Outside of the link/ratio discussion etc - do know the new fox float x requires 40% less psi so it’s a solid option for Clyde’s in certain situations.


----------



## Don_1138 (Apr 19, 2016)

I'm 6'4", 220-225 and I love my Canfield Lithium. The CBF suspension platform is very supportive and pedals incredibly well, especially for a long-travel 29er. Plenty of pop/support out of corners and off features. No harsh bottom outs.


----------



## jonshonda (Apr 21, 2011)

Don_1138 said:


> I'm 6'4", 220-225 and I love my Canfield Lithium. The CBF suspension platform is very supportive and pedals incredibly well, especially for a long-travel 29er. Plenty of pop/support out of corners and off features. No harsh bottom outs.


I have been really interested in the Revel Ranger or Rail that uses the CBF. Thinking the rail might be better suited to big riders as the frame is more Stout, but I don't really need that much travel. 

I really care more about how the suspension handles the weight and forces exerted by our mass, especially with regards to climbing, actually more specifically out of the saddle climbing. 
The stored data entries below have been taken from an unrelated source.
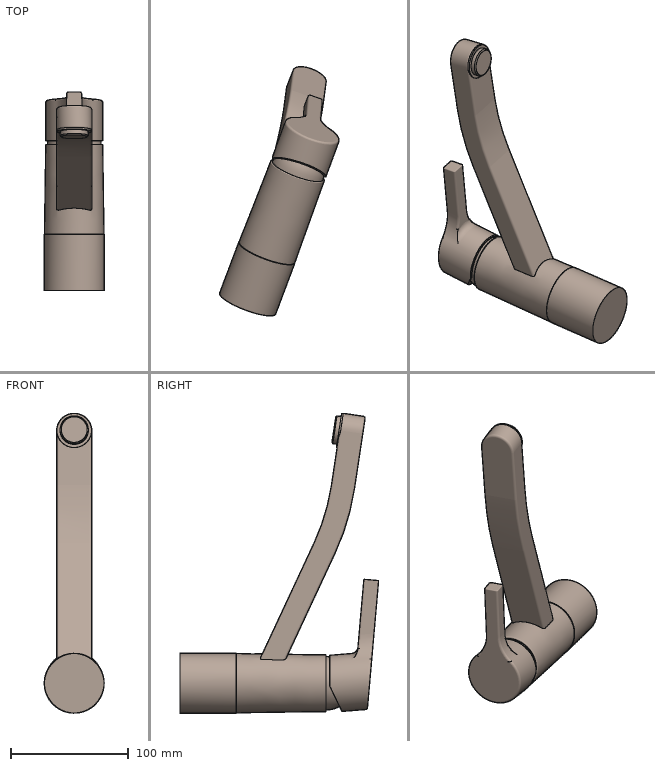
import cadquery as cq
import math

base_radius = 25.5
base_length = 48.0
base_chamfer = 0.3
body_end_y = 124.2
body_front_radius = 25.4
body_rear_radius = 24.3
body_edge_fillet = 1.0

neck_radius = 22.9

spout_width = 30.0
spout_depth = 20.0
spout_edge_fillet = 2.0
spout_axis_y = 69.4
spout_lower_lean = 25.0
spout_upper_lean = 8.6
spout_bend_y = 134.4
spout_bend_radius = 190.0
head_center_z = 213.14

collar_radius = 14.7
collar_proud = 0.5
aerator_radius = 12.0
aerator_length = 4.5
aerator_chamfer = 1.0

cap_radius = 24.3
cap_pivot_y = 133.5
cap_tilt = 4.5
cap_front_y = 127.0
cap_front_chamfer = 0.7
relief_top_z = -1.7
relief_slope = 25.6
rear_plane_y = 161.3
lever_lean = 5.0
lever_thickness = 12.8
lever_width = 12.8
lever_tip = 87.6
handle_edge_fillet = 1.8
lever_tip_fillet = 0.8
lever_root_fillet = 6.0
flare_start = 39.4

LARGE = 400.0


def turned(outline):
    """Revolve a closed half outline, drawn in X (radius) and Y, about the Y axis."""
    return outline.revolve(360, (0, 0, 0), (0, 1, 0))


def make_base():
    return (
        cq.Workplane("XZ").circle(base_radius).extrude(-base_length)
        .faces(">Y").edges().chamfer(base_chamfer)
    )


def up_direction(lean):
    """(y, z) unit vector that leans towards +Y by an angle from vertical."""
    angle = math.radians(lean)
    return math.sin(angle), math.cos(angle)


lower_y, lower_z = up_direction(spout_lower_lean)
upper_y, upper_z = up_direction(spout_upper_lean)
spout_bend_z = (spout_bend_y - spout_axis_y) * lower_z / lower_y
head_center_y = spout_bend_y + (head_center_z - spout_bend_z) * upper_y / upper_z


def head_plane(offset):
    """Plane parallel to the head front, facing forward, offset from the head centre."""
    normal = (0, -upper_z, upper_y)
    origin = (0, head_center_y - offset * upper_z, head_center_z + offset * upper_y)
    return cq.Plane(origin=origin, xDir=(1, 0, 0), normal=normal)


def make_spout():
    """Bent bar with a rounded head and the collar that carries the aerator."""
    half_turn = math.radians(spout_lower_lean - spout_upper_lean) / 2
    tangent = spout_bend_radius * math.tan(half_turn)
    start = (spout_bend_y - tangent * lower_y, spout_bend_z - tangent * lower_z)
    end = (spout_bend_y + tangent * upper_y, spout_bend_z + tangent * upper_z)
    center = (start[0] - spout_bend_radius * lower_z, start[1] + spout_bend_radius * lower_y)
    mid_lean = math.radians(spout_lower_lean + spout_upper_lean) / 2

    def offset(point, direction, distance):
        """Step sideways from a centreline point, towards the rear when positive."""
        return point[0] + distance * direction[1], point[1] - distance * direction[0]

    def bend_middle(distance):
        radius = spout_bend_radius + distance
        return center[0] + radius * math.cos(mid_lean), center[1] - radius * math.sin(mid_lean)

    lower = (lower_y, lower_z)
    upper = (upper_y, upper_z)
    half = spout_depth / 2
    foot = (spout_axis_y, 0)
    top = (head_center_y + spout_width / 2 * upper_y, head_center_z + spout_width / 2 * upper_z)
    side = (
        cq.Workplane("YZ")
        .moveTo(*offset(foot, lower, half))
        .lineTo(*offset(start, lower, half))
        .threePointArc(bend_middle(half), offset(end, upper, half))
        .lineTo(*offset(top, upper, half))
        .lineTo(*offset(top, upper, -half))
        .lineTo(*offset(end, upper, -half))
        .threePointArc(bend_middle(-half), offset(start, lower, -half))
        .lineTo(*offset(foot, lower, -half))
        .close()
        .extrude(spout_width / 2, both=True)
    )
    rounding = cq.Workplane(head_plane(-LARGE / 2)).circle(spout_width / 2).extrude(LARGE)
    shank = (
        cq.Workplane(head_plane(-LARGE / 2)).center(0, -LARGE / 2)
        .rect(spout_width, LARGE).extrude(LARGE)
    )
    bar = side.intersect(rounding.union(shank))
    bar = bar.faces(">X").edges("not <Z").fillet(spout_edge_fillet)
    collar_length = collar_proud + spout_edge_fillet
    collar_back = cq.Workplane(head_plane(spout_depth / 2 - spout_edge_fillet))
    return bar.union(collar_back.circle(collar_radius).extrude(collar_length))


def make_body():
    outline = (
        cq.Workplane("XY")
        .moveTo(0, base_length)
        .lineTo(body_front_radius, base_length)
        .lineTo(body_rear_radius, body_end_y)
        .lineTo(0, body_end_y)
        .close()
    )
    barrel = turned(outline)
    barrel = barrel.faces(">Y").edges().fillet(body_edge_fillet)
    return barrel.union(make_spout())


def make_aerator():
    face = head_plane(spout_depth / 2 + collar_proud)
    return (
        cq.Workplane(face).circle(aerator_radius).extrude(aerator_length)
        .edges("<Y").chamfer(aerator_chamfer)
    )


def make_neck():
    diagonal = neck_radius * math.sqrt(0.5)
    outline = (
        cq.Workplane("XY")
        .moveTo(0, body_end_y)
        .lineTo(neck_radius, body_end_y)
        .threePointArc((diagonal, body_end_y + diagonal), (0, body_end_y + neck_radius))
        .close()
    )
    return turned(outline)


def tilted(solid):
    """Move a solid built about the Y axis onto the tilted cap axis."""
    return solid.rotate((0, 0, 0), (1, 0, 0), cap_tilt).translate((0, cap_pivot_y, 0))


def leaning(solid):
    """Move a solid built on the plane Y = 0 onto the leaning rear face of the handle."""
    return solid.rotate((0, 0, 0), (1, 0, 0), -lever_lean).translate((0, rear_plane_y, 0))


def make_cap():
    cap = tilted(cq.Workplane("XZ").circle(cap_radius).extrude(LARGE / 2, both=True))
    block = cq.Workplane("XY").box(LARGE, LARGE, LARGE)
    cap = cap.intersect(block.translate((0, cap_front_y + LARGE / 2, 0)))
    cap = cap.faces("<Y").edges().chamfer(cap_front_chamfer)
    cap = cap.intersect(leaning(block.translate((0, -LARGE / 2, 0))))
    return cap.faces(">Y").edges().fillet(handle_edge_fillet)


def lever_prism():
    """Lever outline along the cap axis: straight sides that flare out tangent to the cap."""
    half = lever_width / 2
    flare_radius = (flare_start ** 2 + half ** 2 - cap_radius ** 2) / (2 * (cap_radius - half))
    flare_x = half + flare_radius
    contact = math.atan2(flare_start, flare_x)
    contact_x = cap_radius * math.cos(contact)
    contact_z = cap_radius * math.sin(contact)
    middle_x = flare_x - flare_radius * math.cos(contact / 2)
    middle_z = flare_start - flare_radius * math.sin(contact / 2)
    outline = (
        cq.Workplane("XZ")
        .moveTo(0, 0)
        .lineTo(contact_x, contact_z)
        .threePointArc((middle_x, middle_z), (half, flare_start))
        .lineTo(half, LARGE / 2)
        .lineTo(-half, LARGE / 2)
        .lineTo(-half, flare_start)
        .threePointArc((-middle_x, middle_z), (-contact_x, contact_z))
        .close()
    )
    return tilted(outline.extrude(LARGE / 4, both=True))


def make_lever():
    slab = cq.Workplane("XY").box(LARGE, lever_thickness, lever_tip, centered=(True, True, False))
    lever = lever_prism().intersect(leaning(slab.translate((0, -lever_thickness / 2, 0))))
    lever = lever.faces("<Y or >Y").edges("not |X").fillet(handle_edge_fillet)
    return lever.faces(">Z").edges().fillet(lever_tip_fillet)


def make_root_blend():
    """Concave blend between the lever front and the top of the cap, turned about the cap axis."""
    tilt = math.radians(cap_tilt)
    lean = math.radians(lever_lean)
    angle = tilt + lean
    front_y = rear_plane_y - lever_thickness / math.cos(lean)
    crossing = (front_y - cap_pivot_y) / (math.cos(tilt) - math.sin(tilt) * math.tan(lean))
    center_r = cap_radius + lever_root_fillet
    center_y = crossing + center_r * math.tan(angle) - lever_root_fillet / math.cos(angle)

    def arc_point(turn):
        return (
            center_r - lever_root_fillet * math.cos(turn),
            center_y + lever_root_fillet * math.sin(turn),
        )

    sweep = math.pi / 2 - angle
    top_r, top_y = arc_point(sweep)
    inside_y = top_y + lever_thickness / 4
    inside_r = cap_radius - handle_edge_fillet
    outline = (
        cq.Workplane("XY")
        .moveTo(inside_r, center_y)
        .lineTo(*arc_point(0))
        .threePointArc(arc_point(sweep / 2), (top_r, top_y))
        .lineTo(top_r, inside_y)
        .lineTo(inside_r, inside_y)
        .close()
    )
    return tilted(turned(outline)).intersect(lever_prism())


def make_handle(neck):
    """Cap and lever in one piece, hollowed to sit over the domed neck."""
    handle = make_cap().union(make_lever()).union(make_root_blend())
    relief = (
        cq.Workplane("YZ")
        .moveTo(cap_front_y, relief_top_z)
        .lineTo(cap_front_y + LARGE * math.tan(math.radians(relief_slope)), relief_top_z - LARGE)
        .lineTo(cap_front_y - LARGE, relief_top_z - LARGE)
        .lineTo(cap_front_y - LARGE, relief_top_z)
        .close()
        .extrude(LARGE, both=True)
    )
    return handle.cut(relief).cut(neck)


base = make_base()
body = make_body()
aerator = make_aerator()
neck = make_neck()
handle = make_handle(neck)

result = cq.Compound.makeCompound([
    base.solids().val(),
    body.solids().val(),
    neck.solids().val(),
    handle.solids().val(),
    aerator.solids().val(),
])

I have loved hardtails or rigid bikes because they don't care as much about rider weight (rigid could care less). No worries about fork dive or hang up, just lift the front and and roll. I have been looking for that magical fs that is stout, agile, and doesn't feel numb. Have yet to really find that bike yet, and all the new stuff with 65hta just doesn't make sense for Midwest riding.


----------



## JonJones (Feb 12, 2012)

As a 193cm and 107kg rider I've found to my cost the challenge of a high leverage ratio on a bike. It just made finding the sweet spot on suspension set up very difficult. Being under or oversprung means the ride is seldom right.

I'd also check overall geometry.
Many manufacturers make the XL frame rear centre the same as the small frame size. So as the front gets bigger, it becomes less well balanced.
Look for brands that make a decent change through each size and not just a few mm.

STA is critical too, steeper can help keep your weight centred especially as we tend to have higher saddle height.

Finally stack height matters so you're not too high or low at the front end. This is more solvable with riser bars and spacers though.


----------



## LaCostaClydesdale (Aug 1, 2013)

I am 6'4" ~220lbs.
I ride a Yeti SB130 Lunch Ride and it has held up great! Has a Fox DPX2 that I had custom tuned, which helped considerably. The frame geo has long reach + steep seat tube (505 reach on XL). You fit a 200mm drop post in it as well. 

Prior to that I rode a XXL YT Capra pro race (29er) and that suspension held up well for my weight and actually climbed well for the suspension design. It was a very progressive suspension. believe the new capra has softened up a bit. My problem with that bike was that it was looooong wheel base (yeti has same reach but super short chainstays for 29er). You have to be doing 18-20mph to get that thing to turn. As long as you are pinning it, the bike is awesome. But it is a lot to move around, not so nimble.

I'd prioritize as follows: a) Geo - is the reach and seat tube angle putting you in the best spot for climbing efficiency and weighting front tire on the downs, b) dropper post insertion - can you run a 200mm dropper (you need it at 6'4" or more) c) Brakes - 200mm front and rear for you Clyde. most bikes only go 180 rear, but have your shop put a 200 on the rear) d) shock type - you likely need to custom tune whatever you buy. The bell curve ends at 200lbs so no one is designing an air shock and frame for your weight.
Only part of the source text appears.